*** Opening Available records ***
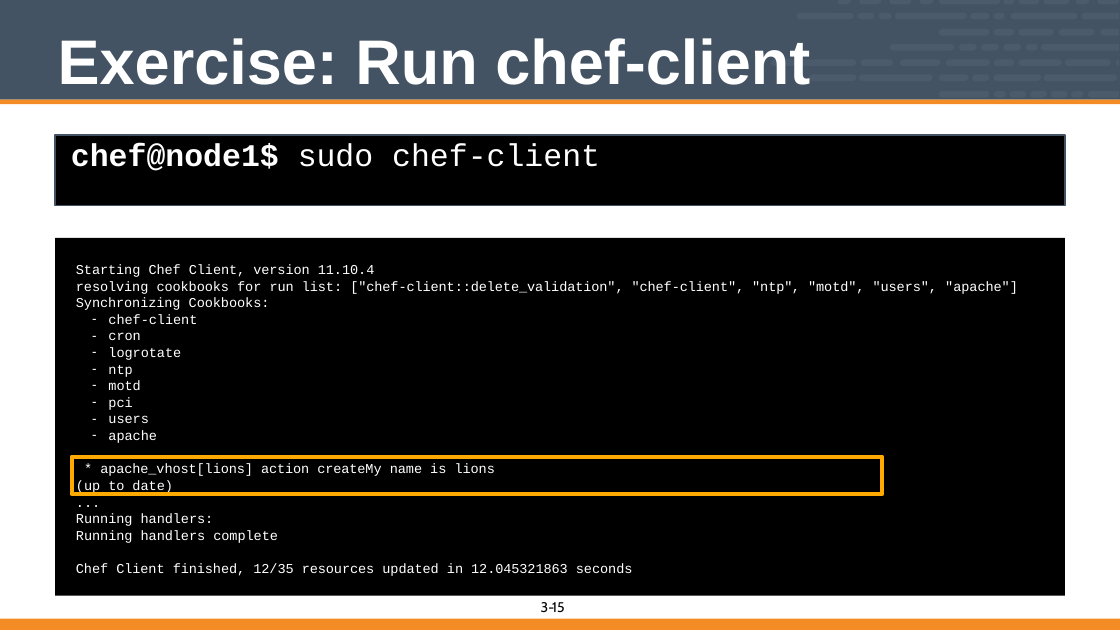
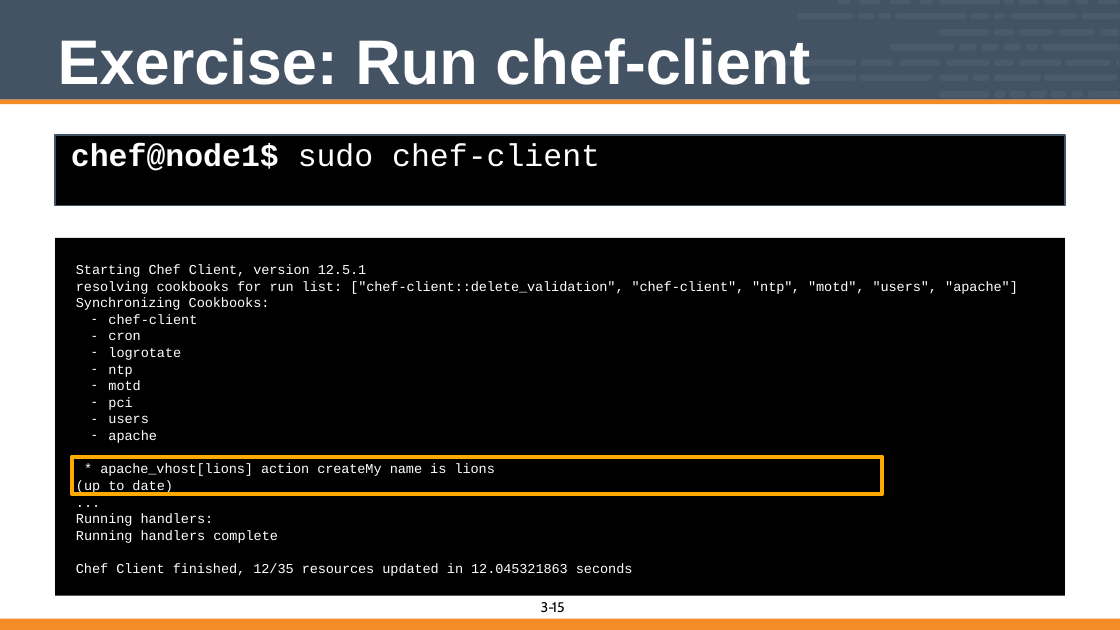
Before and after one commit to vinyar/chef-intermediate, a slide deck: slide 15 of 03-building_custom_resources.pptx. Drawn at 1120x630 pixels with LibreOffice and Linux fonts; fonts in the diff are those of the drawing. Boxes give left, top, right and bottom in pixels: in the first picture for what was removed or moved away, otherwise in the second. Text is boxed around its words. In the diff, an @@ line names an element or a change of style, - is before the commit and + after.

Commit message:
Updates the chef-client version in the output

```diff
--- a/03-building_custom_resources.pptx
+++ b/03-building_custom_resources.pptx
@@ text at [76, 264, 367, 277]: text changed @@
-Starting Chef Client, version 11.10.4
+Starting Chef Client, version 12.5.1
```
Also in this commit, not shown: 1 other file.
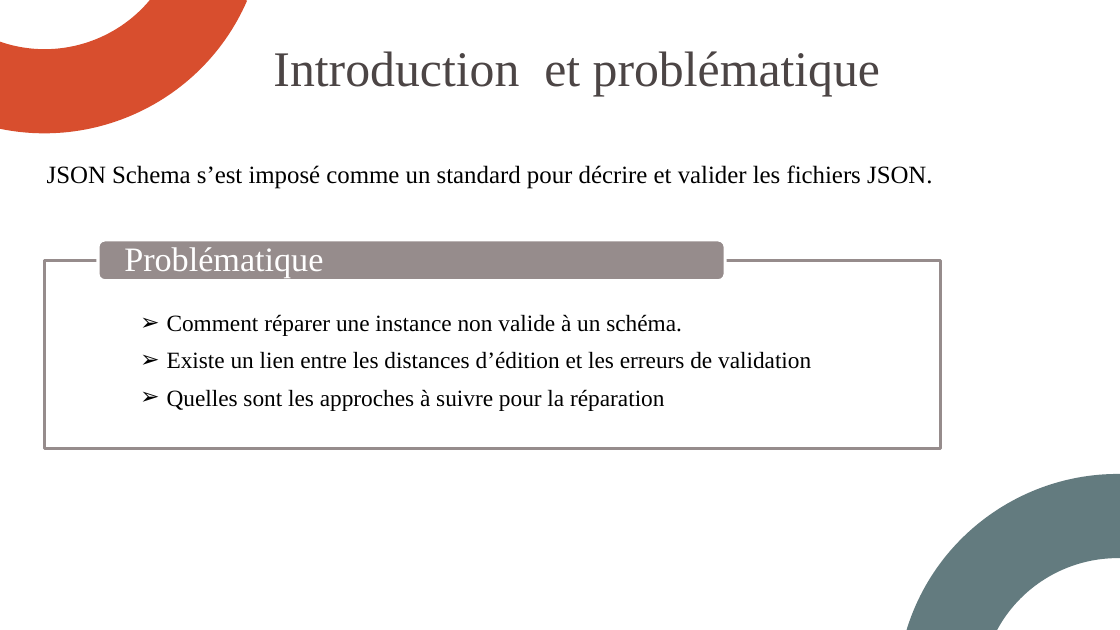
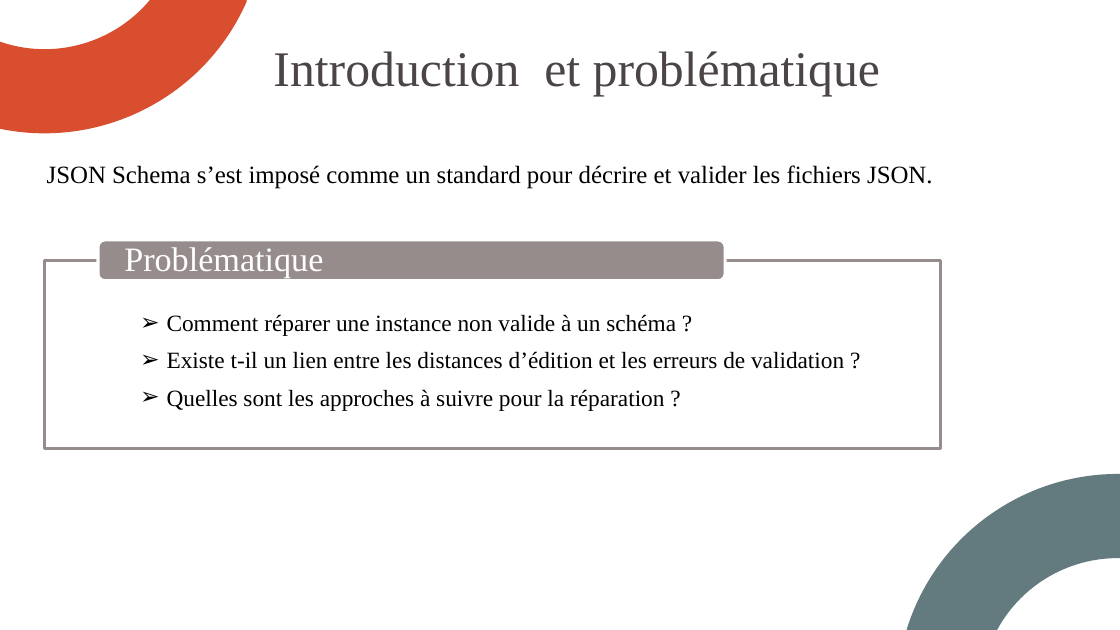
Before and after one commit to Yanis540/PSTL-M1, a slide deck: slide 4 of rapport/Présentation_Finale.pptx. Drawn at 1120x630 pixels with LibreOffice and Linux fonts; fonts in the diff are those of the drawing. Boxes give left, top, right and bottom in pixels: in the first picture for what was removed or moved away, otherwise in the second. Text is boxed around its words. In the diff, an @@ line names an element or a change of style, - is before the commit and + after.

Commit message:
added stuff

```diff
--- a/rapport/Présentation_Finale.pptx
+++ b/rapport/Présentation_Finale.pptx
@@ text at box(167, 314, 844, 411): text changed @@
-  ➢ Comment réparer une instance non valide à un schéma.
-  ➢ Existe un lien entre les distances d’édition et les erreurs de validation
-  ➢ Quelles sont les approches à suivre pour la réparation
+  ➢ Comment réparer une instance non valide à un schéma ?
+  ➢ Existe t-il un lien entre les distances d’édition et les erreurs de validation ?
+  ➢ Quelles sont les approches à suivre pour la réparation ?
```
Also in this commit, not shown: 2 other slides changed.
*** Closing Available records ***
Could you reproduce the records above exactly, leaving out the pictures?

Completed exercise:
Before and after one commit to vinyar/chef-intermediate, a slide deck: slide 15 of 03-building_custom_resources.pptx. Drawn at 1120x630 pixels with LibreOffice and Linux fonts; fonts in the diff are those of the drawing. Boxes give left, top, right and bottom in pixels: in the first picture for what was removed or moved away, otherwise in the second. Text is boxed around its words. In the diff, an @@ line names an element or a change of style, - is before the commit and + after.

Commit message:
Updates the chef-client version in the output

```diff
--- a/03-building_custom_resources.pptx
+++ b/03-building_custom_resources.pptx
@@ text at [76, 264, 367, 277]: text changed @@
-Starting Chef Client, version 11.10.4
+Starting Chef Client, version 12.5.1
```
Also in this commit, not shown: 1 other file.
Before and after one commit to Yanis540/PSTL-M1, a slide deck: slide 4 of rapport/Présentation_Finale.pptx. Drawn at 1120x630 pixels with LibreOffice and Linux fonts; fonts in the diff are those of the drawing. Boxes give left, top, right and bottom in pixels: in the first picture for what was removed or moved away, otherwise in the second. Text is boxed around its words. In the diff, an @@ line names an element or a change of style, - is before the commit and + after.

Commit message:
added stuff

```diff
--- a/rapport/Présentation_Finale.pptx
+++ b/rapport/Présentation_Finale.pptx
@@ text at box(167, 314, 844, 411): text changed @@
-  ➢ Comment réparer une instance non valide à un schéma.
-  ➢ Existe un lien entre les distances d’édition et les erreurs de validation
-  ➢ Quelles sont les approches à suivre pour la réparation
+  ➢ Comment réparer une instance non valide à un schéma ?
+  ➢ Existe t-il un lien entre les distances d’édition et les erreurs de validation ?
+  ➢ Quelles sont les approches à suivre pour la réparation ?
```
Also in this commit, not shown: 2 other slides changed.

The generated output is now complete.